6. Computational Algorithms and Applications

Algorithmic implementation of abstract or generalized proximal operators typically involves solving auxiliary subproblems (possibly with Bregman-type or divergence penalties) or operator-splitting steps parameterized by subdifferentials or dual objects. Iterative algorithms based on the composition or fixed-point characterization of abstract prox operators enable efficient resolution of problems in large-scale, high-dimensional, or nonsmooth settings (Adly et al., 2017, Bednarczuk et al., 2024).

Applications include:

• Iterative splitting and decomposition for structured convex and variational inequalities (Adly et al., 2017).
• Large-scale machine learning via composite objectives, where closed-form or efficiently computable abstract prox mappings are crucial for scalability (Polson et al., 2015).
• Robust optimization and inverse recovery, where the operator-theoretic properties of the abstract prox support new modes of analysis and algorithmic design (Vilches, 2020).
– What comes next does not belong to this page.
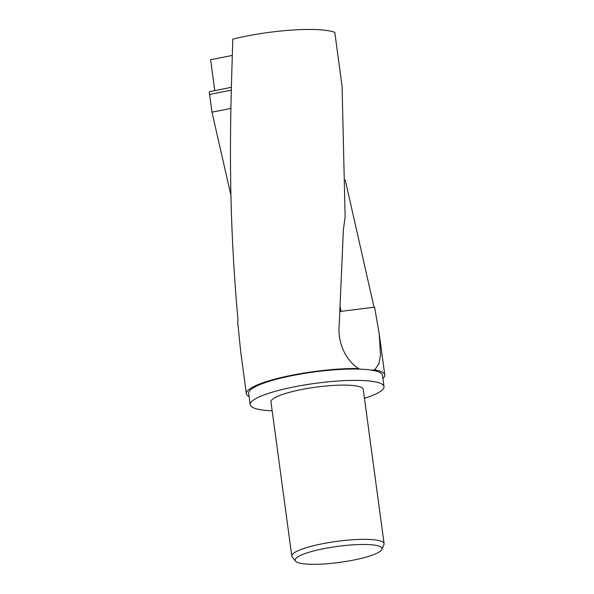 <?xml version="1.0" encoding="UTF-8"?>
<svg xmlns="http://www.w3.org/2000/svg" width="594" height="594" viewBox="0 0 594 594"><rect width="100%" height="100%" fill="white"/><g stroke="black" fill="none" stroke-linecap="round" stroke-linejoin="round"><path stroke-width="0.89" d="M230.969 195.485L211.976 112.155L209.214 91.721L231.408 87.311M214.79 90.607L210.61 59.727L232.284 55.42M246.02 36.182A69.847 12.845 172.3 0 0 232.796 39.122C231.422 84.281 230.212 122.453 230.509 162.229C230.68 214.464 233.197 267.278 238.075 320.678L237.607 321.257L240.83 352.814L246.354 393.666A69.847 12.845 -7.7 0 1 291.862 375.23A69.847 12.845 -7.7 0 1 358.687 368.54C345.649 360.692 337.659 342.189 339.137 326.396L343.391 229.522L345.136 217.085L342.077 86.293L334.778 32.336A69.847 12.845 172.3 0 0 246.02 36.182M249.101 396.614A69.847 12.845 -7.7 0 1 246.354 393.666M272.163 410.796A67.516 12.422 -7.7 0 1 250.193 404.692A67.516 12.422 -7.7 0 1 294.186 386.865A67.516 12.422 -7.7 0 1 384.014 386.605A67.516 12.422 -7.7 0 1 364.456 398.322M250.193 404.692L248.663 393.354A67.516 12.422 -7.7 0 1 292.656 375.527A67.516 12.422 -7.7 0 1 359.429 369.119A67.516 12.422 -7.7 0 1 371.614 370.144A67.516 12.422 -7.7 0 1 382.477 375.26L384.014 386.605M353.46 560.097A43.874 8.071 -7.7 0 1 295.463 561.1A43.874 8.071 -7.7 0 1 323.678 548.693A43.874 8.071 -7.7 0 1 381.912 549.413A43.874 8.071 -7.7 0 1 353.46 560.097M295.463 561.1L292.203 556.979A46.562 8.568 -7.7 0 1 291.81 556.095A46.562 8.568 -7.7 0 1 322.148 543.807A46.562 8.568 -7.7 0 1 384.095 543.621A46.562 8.568 -7.7 0 1 383.954 544.572L381.912 549.413M291.81 556.095L270.961 401.886A46.562 8.568 -7.7 0 1 301.299 389.59A46.562 8.568 -7.7 0 1 363.246 389.412L384.095 543.621M209.578 94.439L231.333 90.117L209.578 94.439M359.429 369.119L358.687 368.54M339.998 311.494L374.584 307.18L379.262 334.095L380.502 355.026L378.935 363.691L374.777 369.862A69.847 12.845 -7.7 0 1 384.786 374.948A69.847 12.845 -7.7 0 1 382.922 378.519M374.777 369.862L371.614 370.144M211.976 112.155L230.903 108.42M345.263 180.034L374.034 307.306M340.236 307.024L341.001 311.471M379.262 334.095L384.786 374.948"/></g></svg>

7. Significance, Extensions, and Future Directions

The theory and computation of abstract proximal operators provide a structural foundation for generalized optimization, monotone inclusion, and variational regularization. The unification via abstract convexity, generalized subdifferentials, and metric (or geodesic) geometry permits systematic extension of operator-splitting methodologies beyond classical settings.

Potential research directions include:

• Identification of novel convexity classes admitting tractable abstract prox computations (Millán et al., 2024, Bednarczuk et al., 2024).
• Extension to stochastic, block-coordinate, or distributed frameworks.
• Applications in robust statistics, sensitivity analysis of variational inequalities, and machine learning for nonstandard regularizations (Adly et al., 2017).

A plausible implication is that abstract proximal operators will continue to serve as the theoretical core for next-generation splitting algorithms in nonconvex, nonsmooth, or non-Euclidean optimization frameworks.